Autorretratándose ya desde hace unos cinco años, Castillo se despoja del aura del artista-héroe que tanto apetece a los aficionados de la cultura. Su rostro es invariablemente presentado de frente, indiferente hacia el espectador y también hacia su dueña, desdeñoso de encantamientos femeninos y también de autoconfesiones. La suya es una cara cualquiera, la cara que le tocó mostrar, y la que le sirve como especimen para sus destripamientos estéticos.

Algunos de los primeros retratos de Castillo son estudios clínicos al óleo de su fisonomía y su epidermis, afanados en describir fríamente cada poro, cada vello y cada arruga de su piel. El gusto por un detallismo exagerado a costa de un acabado fotográfico o atmosférico les confieren a estas imágenes una tangibilidad a la vez concreta e increíble, manteniéndolas al margen del superrealismo que caracteriza la obra de, digamos, Chuck Close. Enajenados de todo indicio psicológico y principio vital, ya sea auténtico o disimulado, estos cuadros de Castillo logran capturar en la representación el proceso hipnotizante de autorretratarse -que procesa la presencia del “yo” en mera topografía, y de allí, por medio de la repetición, en un mantra que puede llegar a darle un tinte terapéutico-zen a esta labor artística, al coronarse con el desconocimiento propio.

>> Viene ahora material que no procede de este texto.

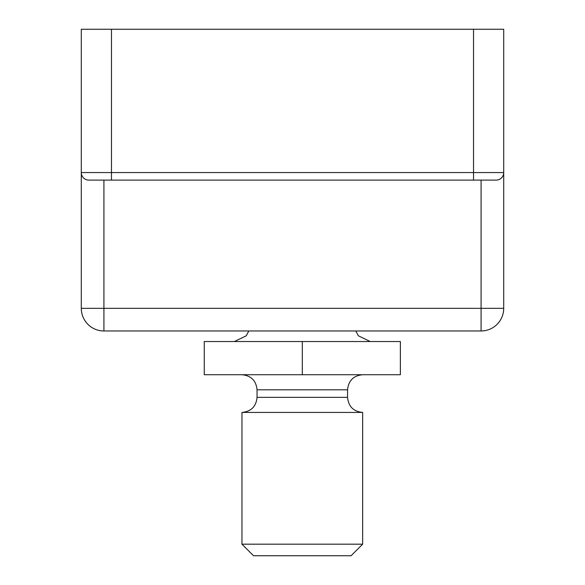 <?xml version="1.0" encoding="UTF-8"?>
<svg xmlns="http://www.w3.org/2000/svg" width="585" height="585" viewBox="0 0 585 585"><rect width="100%" height="100%" fill="white"/><g stroke="black" fill="none" stroke-linecap="round" stroke-linejoin="round"><path stroke-width="0.88" d="M302.306 374.722L204.245 374.722L204.245 341.53L400.367 341.53L400.367 374.722L302.306 374.722L302.306 341.53M241.963 544.182L253.532 555.75L351.08 555.75L362.649 544.182L362.649 412.432L241.963 412.432L241.963 544.182L362.649 544.182M473.528 29.25L503.707 29.25L503.707 172.568L111.472 172.568L111.472 29.25L81.293 29.25L81.293 172.568A7.546 7.546 0 0 0 88.84 180.107L111.472 180.107L88.84 180.107A7.546 7.546 0 0 1 81.293 172.568L111.472 172.568L111.472 180.107L473.528 180.107L473.528 29.25L111.472 29.25M81.293 172.568L81.293 308.339A22.632 22.632 0 0 0 103.925 330.971L481.075 330.971A22.632 22.632 0 0 0 503.707 308.339L503.707 172.568A7.546 7.546 0 0 1 496.16 180.107L473.528 180.107M241.963 412.432C251.126 411.54 256.157 406.509 257.049 397.347L347.563 397.347C348.455 406.509 353.486 411.54 362.649 412.432M257.049 397.347L257.049 389.807L347.563 389.807C348.455 380.645 353.486 375.614 362.649 374.722M103.925 180.107L103.925 330.971A22.632 22.632 0 0 1 81.293 308.339L481.075 308.339L481.075 330.971A22.632 22.632 0 0 0 503.707 308.339L481.075 308.339L481.075 180.107M496.16 180.107A7.546 7.546 0 0 0 503.707 172.568M355.804 330.971L358.349 335.783L370.195 341.53M248.808 330.971L246.263 335.783L234.417 341.53M347.563 397.347L347.563 389.807M257.049 389.807C256.157 380.645 251.126 375.614 241.963 374.722"/></g></svg>

El tratar a su fachada corporal como objeto de observación, naturalmente llevó a Castillo a transgredir los parámetros pictóricos para incursionar en los terrenos del arte-objeto, el accionismo y, recientemente, la fotodigitalización. Uno podría leer en la obra de Castillo un mismo mensaje que se reitera por medio de códigos diversos. De proceder así, el repertorio simbólico de Castillo se agota rápidamente, por lo cual resulta más ameno mirar sus piezas como experimentos con resultados desiguales.

Dos tipos de proceso de concepción y realización que la artista utiliza se demuestran en un par de óleos de una moderada gran-escala. La resolución de las facciones de Autorretrato como cualquiera, 1996 en un sfumato exagerado contrastante con el resto del cuadro se lee alegóricamente, es decir, como la descripción de una proposición definida a priori. Por el contrario, Autorretrato como otra persona, 1996 desarrolla una idea en el proceso de trabajarla sobre el lienzo; se trata de un retrato híbrido donde la autora reconstituye su semblante con los rasgos de un niño anónimo, logrando un engendro desproporcionado y grotesco de ingeniería genética desbordada.

Aunque estas pinturas son idénticas en proporciones y factura, la primera articula literalmente y la segunda plásticamente.

Las series de autorretratos realizados con fotografía alterada digitalmente -el jeroglífico Curriculum, 1997 y los ensayos en contorsionismo computarizado de Autorretratos hablados, 1997- también reflejan, respectivamente, la discrepancia entre la articulación literal y la articulación plástica. Puede extenderse este análisis a una pareja de máscaras tejidas sobre maniquíes; por un lado el formuláico Modelo para autorretrato 2, 1997 y, por otro, Modelo para autorretrato 1 y representación, 1996-97. Esta última pieza se conforma con áreas tejidas diferenciadas por la fecha de su realización, y se acompaña con un retrato fiel de la máscara tejido con igual punto posteriormente. La contundente verosimilitud entretejida entre máscara y retrato opaca cualquier alusión a la modelo original, permitiendo al espectador disfrutar en córnea propia la lógica visual de la representación sin necesidad de valerse de soportes metafóricos. Si, como sugiere el título de la exposición, Castillo se opone al acceso privilegiado del artista al significado de su obra, aquí, finalmente activa un ente capaz de separarse del cordón referencial de su progenitora para enfrentar al mundo con sus propios medios.

Dada la rica variedad de la obra de Castillo y su posición dentro de la generación de artistas que ha sido puente entre las escuelas mexicanoides y los chicos internacionalistas del momento, es una lástima que el Carrillo Gil haya pasado por alto la oportunidad de mostrar una exposición más completa de Castillo -como la que está a punto de partir a una gira en museos sudamericanos- en vez de arrinconarla en un espacio donde apenas cupieron unas cuantas piezas. A lo mejor esto lo considerarán, como ya es costumbre, cuando el mérito de nuestra artista sea certificado en el extranjero.